The Important Role of Oncolytic Viruses in Common Cancer Treatments

Oncolytic viruses (OV) are considered as promising tools in cancer treatment. In addition to direct cytolysis, the stimulation of both innate and adaptive immune responses is the most important mechanism in oncolytic virotherapy that finally leads to the long-standing tumor retardations in the advanced melanoma clinical trials.
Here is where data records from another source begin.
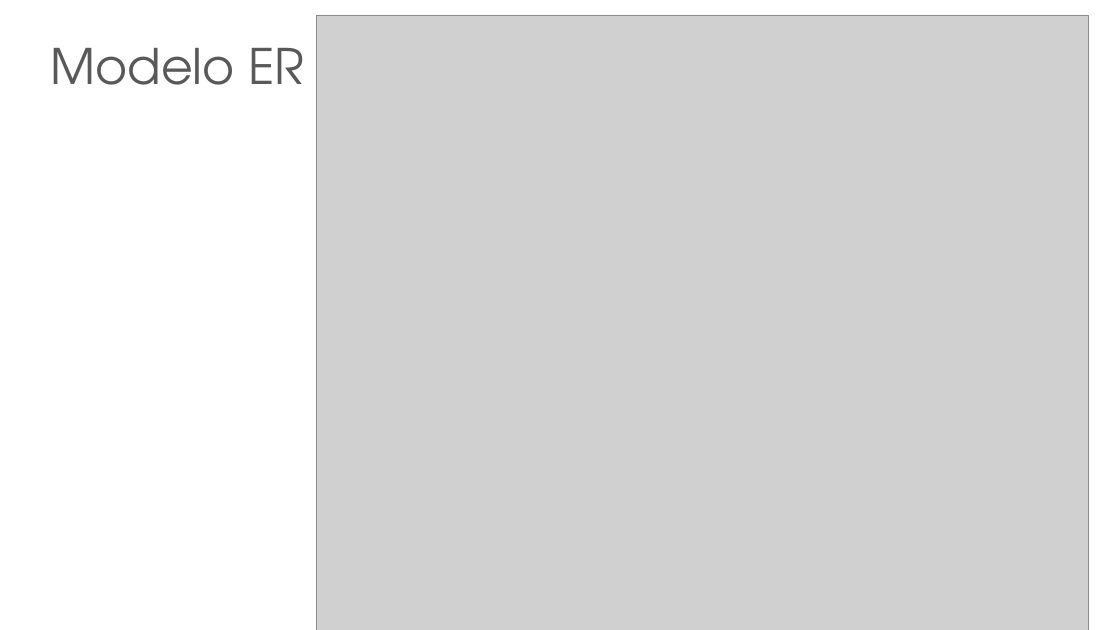
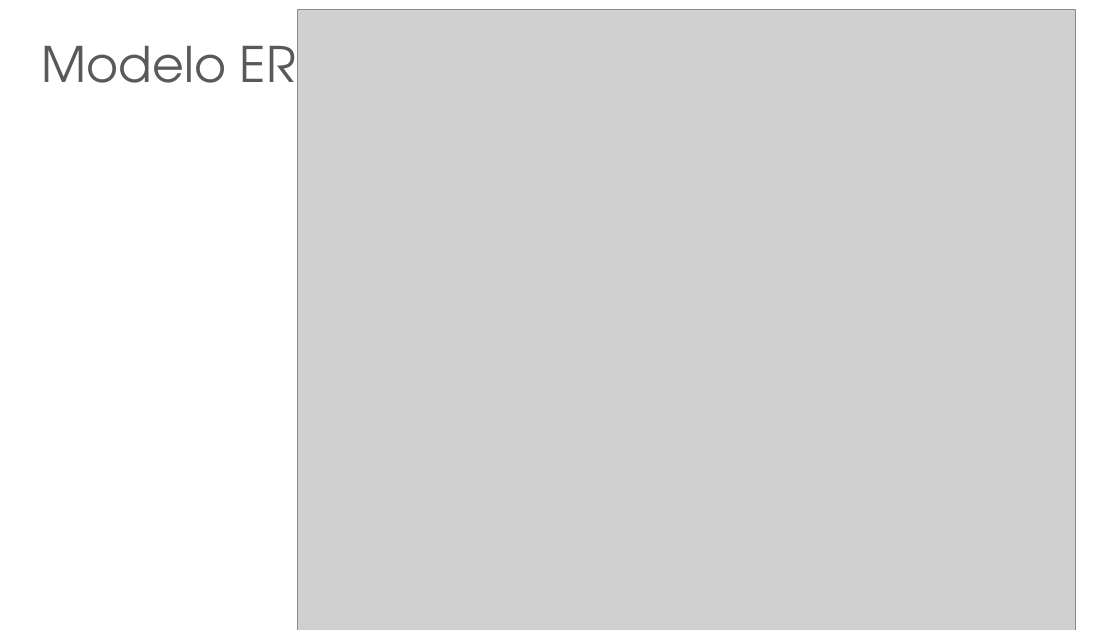
Before and after one commit to ArthurLDS/crescer-2016-2, a slide deck: slide 6 of src/modulo-02-SQLServer/HelpDesk/Trabalho CWI HelpDesk.pptx. Drawn at 1120x630 pixels with LibreOffice and Linux fonts; fonts in the diff are those of the drawing; grey boxes stand for pictures; background and template pictures are left out. Boxes give left, top, right and bottom in pixels: in the first picture for what was removed or moved away, otherwise in the second. Text is boxed around its words. In the diff, an @@ line names an element or a change of style, - is before the commit and + after.

```diff
--- a/src/modulo-02-SQLServer/HelpDesk/Trabalho CWI HelpDesk.pptx
+++ b/src/modulo-02-SQLServer/HelpDesk/Trabalho CWI HelpDesk.pptx
@@ title "Modelo ER": place and size @@
-title "Modelo ER" at (50,48,304,85)
+title "Modelo ER" at (42,46,296,83)
@@ picture: place and size @@
-picture at (317,15,1089,630)
+picture at (297,10,1076,630)
```
Also in this commit, not shown: 5 other slides changed.

The OVs have become a worthy method in cancer treatment, due to their several biological advantages including (1) the selective replication in cancer cells without affecting normal cells; (2) the lack of resistance to the treatment; (3) cancer stem cell targeting; (4) the ability to be spread; and (5) the immune response induction against the tumors. Numerous types of viruses; for example, Herpes simplex viruses, Adenoviruses, Reoviruses, Poliovirus, and Newcastle disease virus have been studied as a possible cancer treatment strategy. Although some viruses have a natural orientation or tropism to cancer cells, several others need attenuation and genetic manipulation to increase the safety and tumor-specific replication activity. Two important mechanisms are involved in OV antitumor responses, which include the tumor cell death due to virus replication, and also induction of immunogenic cell death as a result of the immune system responses against the tumor cells. Furthermore, the high efficiency of OV on antitumor immune response stimulation can finally lead to a significant tumor shrinkage.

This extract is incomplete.